Stress and depression - certainly not uncommon during these too-long Winter months of cold and bleak weather - can affect or immune systems…and that can lead to respiratory infections, as well.

I played on my high school baseball team for three years and my coach always said we could “sweat out a cold.” Just to be clear, coach had less knowledge of medicine than mom…and he was wrong.

Even so, any of us on the team who had colds, fever, chills…you name it…were out there running wind sprints, shagging fly balls and taking cuts at the plate. The coach’s proof that he knew of what he spoke? Seven to ten days later…we were always well.

There’s another thing that few of us do to prevent colds and flu…and that’s wear a mask or scarf…anything that allows us to breathe slightly warmer air. Just a five-degree Celsius reduction of the temperature inside the nose kills nearly 50 percent of the billions of virus and bacteria-fighting cells in the nostrils, according to a study released last month by The Journal of Allergy and Clinical Immunology.

With temperatures dipping by 30 degrees Celsius overnight a couple weeks ago in the Okanagan…well, there should be a bumper crop of colds out there this week. Even in Florida on Christmas Eve…it was -6 C. I tried to stay inside…and wore a mask when I went outside.

If - despite your precautions - the flu bug or a cold succeeds in making you sick…then what? According to a legion of doctors and more studies than I can name, eat foods that contain nutrients that can boost your immune system…vitamins and minerals like vitamin C, zinc, magnesium and calcium.

Specifically, oranges, red bell pepper, avocados, Kiwi fruit, broccoli and strawberries can help relieve symptoms. And while we often lose our appetites with colds and flu…you can take supplements that work just as well.

And, yes, a good bowl of hot chicken noodle or vegetable soup…again a salute to moms everywhere…actually helps both symptoms and can moderate the duration of your illness.

Finally, drink lots of water…and caffeine-free hot tea. Stay away from Gatorade - as much as it hurts a Florida Gator alumnus to say - along with coffee, beer and other alcoholic beverages, as well as sugary soda and fruit drinks. Science says sugar suppresses our immune systems.

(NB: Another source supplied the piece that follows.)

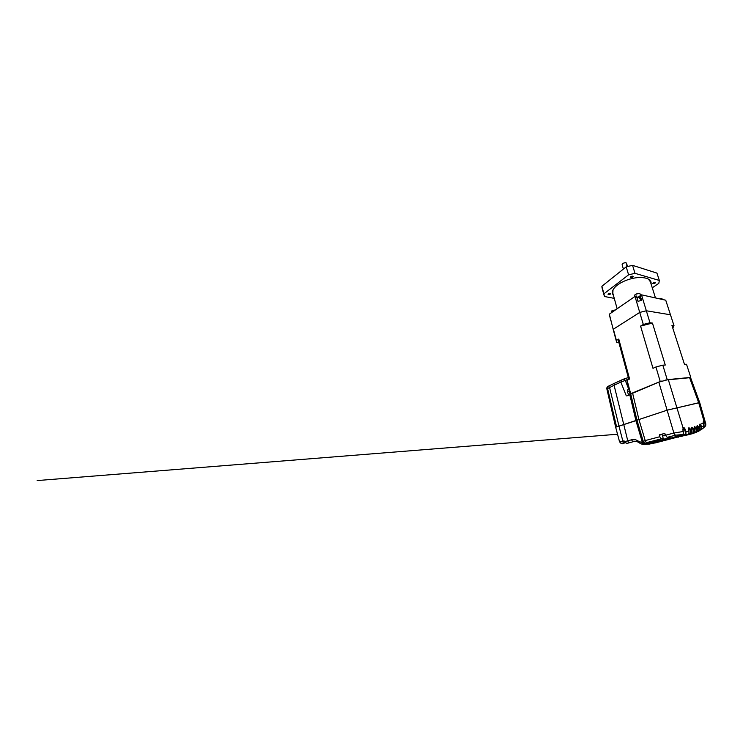 <?xml version="1.0" encoding="UTF-8"?>
<svg xmlns="http://www.w3.org/2000/svg" width="743" height="743" viewBox="0 0 743 743"><rect width="100%" height="100%" fill="white"/><g stroke="black" fill="none" stroke-linecap="round" stroke-linejoin="round"><path stroke-width="1.11" d="M640.039 443.33L642.231 444.305L640.039 443.33L639.853 441.871L635.72 439.772L631.624 439.754L625.151 441.537L623.897 440.859L619.616 442.057L615.659 427.206L618.975 426.129L609.585 387.605L606.836 388.821L615.659 427.206L667.233 410.164L699.702 402.595L698.717 402.734L704.048 421.411C703.268 421.235 702.989 421.857 703.203 423.278L703.862 425.59L701.615 427.206C701.959 428.683 701.615 429.63 700.575 430.048L700.11 429.816C701.058 429.426 701.401 428.609 701.123 427.364L701.615 427.206L701.058 425.516L699.73 424.216L699.321 426.083L699.897 428.247C700.194 429.723 699.785 430.699 698.661 431.191M637.039 420.166L667.233 410.164L698.717 402.734L689.541 377.518L668.291 379.562L658.818 382.134L630.742 394.069L636.965 420.222L630.742 394.069M629.618 390.744L629.275 389.462M703.296 428.07C703.937 427.476 704.095 425.739 703.862 425.59L703.37 421.857L704.048 421.411L705.413 424.272L705.739 423.696L699.711 402.604L690.6 377.648L689.541 377.518M625.058 441.249L622.959 441.481L618.975 426.129L635.943 420.677L629.813 394.774L630.779 394.208M629.813 394.774L627.519 395.713M628.727 379.032L620.851 382.116L621.519 379.998L608.693 386.035L609.585 387.605L614.071 385.236L627.77 440.813C628.234 442.159 628.959 442.754 629.934 442.596L633.733 441.574M628.754 395.202L627.371 391.654L629.293 390.846L630.129 394.635M628.123 389.425L629.145 388.988L628.123 389.425C627.408 389.964 627.157 390.707 627.371 391.654M626.321 395.898L620.851 382.116L614.071 385.236L614.545 383.277L623.293 379.227L625.262 380.323L628.727 389.174M614.767 383.137L608.74 386.035M621.519 379.998L628.327 377.555L623.043 379.301M682.947 429.788L684.424 429.231L685.213 431.702L685.835 431.516C686.179 433.29 685.91 434.339 685.027 434.664L687.498 434.553C688.668 434.181 689.132 433.141 688.882 431.451L685.835 431.516L685.037 429.045L684.424 429.231C684.015 428.228 683.579 427.884 683.096 428.2M645.119 443.497L644.162 444.147L642.769 443.2L645.24 443.812C656.589 441.955 666.805 439.782 675.879 437.311L645.119 443.497L642.871 443.023L642.314 442.261L641.58 439.141L642.277 438.101M678.628 437.098L678.015 437.2L677.523 436.206M678.786 436.494L678.248 436.754L678.053 436.039M699.897 428.247L699.2 428.618L697.259 425.488L697.166 429.593C697.296 430.169 696.953 432.602 695.82 432.556L695.104 432.426C696.061 432.027 696.405 431.191 696.126 429.918L695.504 427.977L694.111 427.281M696.126 429.918L697.166 429.593M696.628 429.76L696.005 427.829L694.631 426.501L694.176 428.423L694.696 430.411L694.148 430.615C694.64 431.971 694.287 432.937 693.108 433.503L692.374 433.327C693.349 432.928 693.683 432.082 693.405 430.791L694.148 430.615M693.916 430.634L693.247 428.562L691.854 427.216L691.38 429.175L691.872 431.079C692.142 432.658 691.687 433.68 690.507 434.135L684.619 435.593M688.027 434.33L689.495 433.958C690.47 433.55 690.814 432.695 690.526 431.377L691.046 431.219L690.331 428.999L688.91 427.643L688.417 429.621L688.882 431.451M685.037 429.045C684.284 427.559 683.625 427.179 683.058 427.922L668.291 379.562M642.221 437.933L641.413 439.122L635.943 420.677L636.974 420.278L643.262 441.388L645.221 440.571L638.906 419.47L632.562 392.973M658.818 382.134L673.873 433.03L683.244 431.497L683.031 428.284M690.331 428.999L688.343 428.497M693.247 428.562L691.306 428.033M698.606 426.807L696.748 426.25M701.058 425.516L699.247 424.94M701.253 429.603L702.553 428.655C703.612 428.089 704.03 427.067 703.807 425.6M703.825 427.132L704.475 427.058C705.348 426.528 705.664 425.6 705.413 424.272L704.513 422.767L703.25 423.231M704.903 422.646L703.844 421.81M664.781 433.383L659.58 434.776L659.83 436.726L645.221 440.571C645.602 441.704 646.196 442.354 647.004 442.512L645.806 443.088C644.738 443.274 643.893 442.707 643.262 441.388L643.262 441.388C643.744 442.624 644.599 443.19 645.806 443.088C660.638 440.803 672.842 437.961 682.39 434.581L675.731 435.157C674.923 434.961 674.31 434.256 673.873 433.03L665.682 435.194L664.781 433.383M641.58 439.141L642.147 442.299L639.853 441.871M682.789 429.658L683.244 431.497C683.486 433.29 683.207 434.321 682.39 434.581L682.576 434.497M683.3 433.29L683.356 431.46C683.56 433.364 683.281 434.386 682.538 434.534M683.291 431.479L682.845 429.64M642.611 439.224L641.45 439.382M685.213 431.702C685.557 433.234 685.371 434.126 684.656 434.376L678.461 435.909M678.545 436.206L684.656 434.376M678.861 436.485L680.569 436.643L687.535 434.544M699.33 424.615L702.98 423.334M705.023 424.402C705.283 425.59 704.893 426.445 703.872 426.965M665.682 435.194C666.304 436.578 666.926 437.265 667.558 437.246L670.344 437.748C670.539 438.212 665.524 439.197 663.35 438.974L661.604 438.779C660.973 438.788 660.388 438.101 659.83 436.726M639.955 443.265C638.218 441.983 636.612 441.351 635.135 441.361L633.798 441.556C632.822 441.714 632.098 441.11 631.624 439.754M642.231 444.305L643.624 444.286C642.797 444.175 642.193 443.543 641.803 442.382M629.869 442.614L627.296 443.32C626.368 443.32 625.792 442.93 625.151 441.537L625.652 442.475M675.498 436.791L676.344 437.339L649.308 444.1L644.162 444.147M694.213 432.482L694.603 430.448M696.99 431.386L697.278 429.528M697.305 431.339L697.677 431.246C698.634 430.856 698.977 430.03 698.699 428.776L698.114 426.965L696.869 427.29M667.483 438.899L645.806 443.088M642.871 443.023L642.314 442.261M648.407 444.184L649.354 444.091M651.453 443.562L676.567 437.2M678.833 436.661L650.887 443.85M691.872 431.079L691.046 431.219C691.38 432.863 690.971 433.875 689.801 434.265L690.507 434.135M683.467 435.556L684.582 435.612M692.69 433.624L687.071 435.026M681.415 436.076L654.75 443.079M681.47 436.197L683.123 435.649M698.699 428.776L699.2 428.618C699.544 430.206 699.144 431.172 698.002 431.525L697.677 431.246M683.421 435.574L689.495 433.958M620.052 442.299L621.12 443.506L625.3 442.336M622.931 443.785L621.789 443.747L625.225 442.772M624.139 443.116L623.618 443.497M661.521 434.256L662.756 435.565L665.561 434.841M664.716 435.844L665.784 435.491M630.686 393.706L627.064 380.202L629.59 379.041L618.77 339.059L616.411 340.47L613.384 329.186L639.732 312.422L643.308 324.459L640.577 326.084L652.986 368.333L655.92 366.986L660.23 381.503L630.686 393.706L630.584 394.394M627.046 381.159L627.064 380.202M665.505 380.054L690.591 377.611M660.23 381.503L661.967 381.01M667.205 379.608L662.821 365.147L655.92 366.986M662.821 365.147L665.264 365.054L652.447 323.075L640.577 326.084M643.308 324.459L649.976 322.768L652.447 323.075M649.976 322.768L646.336 310.778L639.732 312.422L646.336 310.778L670.465 314.781L674.022 325.74L671.941 325.48L684.47 364.339L686.513 364.265L690.758 377.342M613.588 330.904L613.384 329.186L639.732 312.422L634.986 296.429L636.426 296.02L637.996 301.296L641.673 300.395L640.076 295.129L641.506 294.841L665.737 300.2L670.465 314.781L646.336 310.778L641.506 294.841M618.854 342.449L616.727 342.356L616.411 340.47M618.77 339.059L618.603 341.52M672.786 328.109L674.022 325.74M655.465 297.924L650.357 281.718L648.398 279.099M613.012 289.881L612.845 293.244M632.767 277.213C631.652 277.836 630.872 277.873 630.426 277.343L630.816 276.675C631.94 276.043 632.72 275.997 633.166 276.535L632.767 277.213M610.291 294.135C609.214 294.702 608.452 294.739 608.015 294.247L608.322 293.736C609.399 293.16 610.161 293.123 610.597 293.615L610.291 294.135M654.917 283.334L652.837 283.52L653.255 282.879L655.345 282.693L654.917 283.334M651.109 284.123L651.063 282.182C649.874 278.774 645.518 277.241 637.977 277.585C630.816 278.133 622.42 281.207 617.387 285.071C613.588 288.08 611.907 290.866 612.343 293.42L613.495 295.575M612.316 293.253L613.235 294.646M602.248 288.572L601.876 286.269L626.21 266.839L632.562 265.344L656.942 273.108L659.329 280.445L658.827 283.334L652.27 287.81M659.329 280.445L634.977 273.322L632.562 265.344M626.21 266.839L628.587 274.836L634.977 273.322M628.587 274.836L603.901 293.819L601.876 286.269M614.266 298.37L604.44 296.503L603.901 293.819M650.822 283.204L650.831 281.532M609.353 314.159L613.393 330.18L609.353 314.159L634.986 296.429M610.718 320.205L610.913 320.92M610.737 320.27L609.687 315.998M636.965 297.859C638.785 297.042 639.76 297.061 639.89 297.906L640.076 295.129M627.129 266.57L625.903 262.446L622.755 263.375L622.123 264.731M625.903 262.446L627.77 266.403M636.788 297.265L640.002 296.587M608.183 386.295L607.533 388.375L616.588 426.844M619.616 442.057L622.959 441.481M690.526 431.377L689.82 429.157L688.464 429.519M693.405 430.791L692.736 428.72L691.417 429.064M696.005 427.829L694.222 428.321M701.123 427.364L700.565 425.665L699.358 425.99M667.558 437.246L675.731 435.157M647.004 442.512L661.604 438.779M691.436 433.568L692.374 433.327M678.888 436.698L680.254 436.308M694.491 432.575L695.104 432.426M661.651 434.534L659.413 435.222M663.35 438.974L662.394 435.361M694.092 433.039L695.392 432.714M697.055 431.767L697.946 431.544M639.937 297.729L640.8 300.59M615.52 309.896L611.86 310.945L611.173 312.069M611.368 311.391L611.86 310.88M611.944 310.815L615.603 309.831L611.879 310.843L611.359 312.766M640.55 295.027L640.327 294.312C640.206 293.225 636.807 293.513 635.107 294.767L634.225 296.197M634.438 295.38L635.098 294.692M639.342 298.51L639.853 297.767C639.342 297.228 638.395 297.311 637.011 298.017M635.181 294.637C636.872 293.643 638.376 293.355 639.704 293.754M659.366 298.788L661.799 298.695M662.412 299.466L662.292 299.113C662.013 298.547 661.094 298.454 659.543 298.825M606.836 388.821C606.576 387.502 607.616 386.481 608.025 386.397L608.712 386.044M687.665 434.497C688.798 433.958 689.235 432.937 688.947 431.442L688.622 428.144M690.832 434.014C691.844 433.429 692.207 432.445 691.937 431.07L691.566 427.708M693.377 433.42C694.575 432.937 695.039 431.934 694.761 430.401L694.352 426.984M696.145 432.417C697.287 431.906 697.714 430.921 697.436 429.454L696.98 425.971M699.33 430.81C699.99 430.151 700.194 429.296 699.952 428.237L699.46 424.69M705.256 426.213C705.562 425.544 705.934 425.693 705.757 423.751M642.751 439.689L636.965 420.232M703.723 427.392L704.475 427.058M617.535 434.237L37.15 480.572L617.535 434.237M642.844 440.014L643.262 441.388M627.157 443.348C626.033 443.237 625.29 442.661 624.928 441.611L624.166 441.138M647.329 444.258L643.299 444.351M673.019 437.478L682.408 434.581M678.879 436.494L678.359 435.946M678.665 437.079L678.842 436.494M621.12 443.506L621.789 443.747M662.756 435.565L663.629 435.853M626.943 380.769L630.528 394.152M613.393 330.18L616.393 341.381M628.819 379.394L618.445 340.926M617.145 308.772L612.687 292.649M601.988 287.597L603.994 295.092M622.095 264.657L623.396 269.087M634.411 296.829L635.116 294.655C636.816 293.392 640.113 293.151 640.308 294.247M640.707 300.618L639.853 297.767M659.338 298.788C661.019 298.352 662.004 298.463 662.292 299.113"/></g></svg>

Winter started less than two weeks ago…we have at least two and a half more months of trying to dodge the cold and flu bullets aimed at us. If you had a flu shot, and take the advice of science, medical professionals - and don’t forget mom’s sage counsel - you might make it through the season without so much as a sniffle.

And if you don’t…well, take two aspirin and call your doctor in the morning…they’re expecting you.

— Don Thompson, an American awaiting Canadian citizenship, lives in Vernon and in Florida. In a career that spans more than 40 years, Don has been a working journalist, a speechwriter and the CEO of an advertising and public relations firm. A passionate and compassionate man, he loves the written word as much as fine dinners with great wines.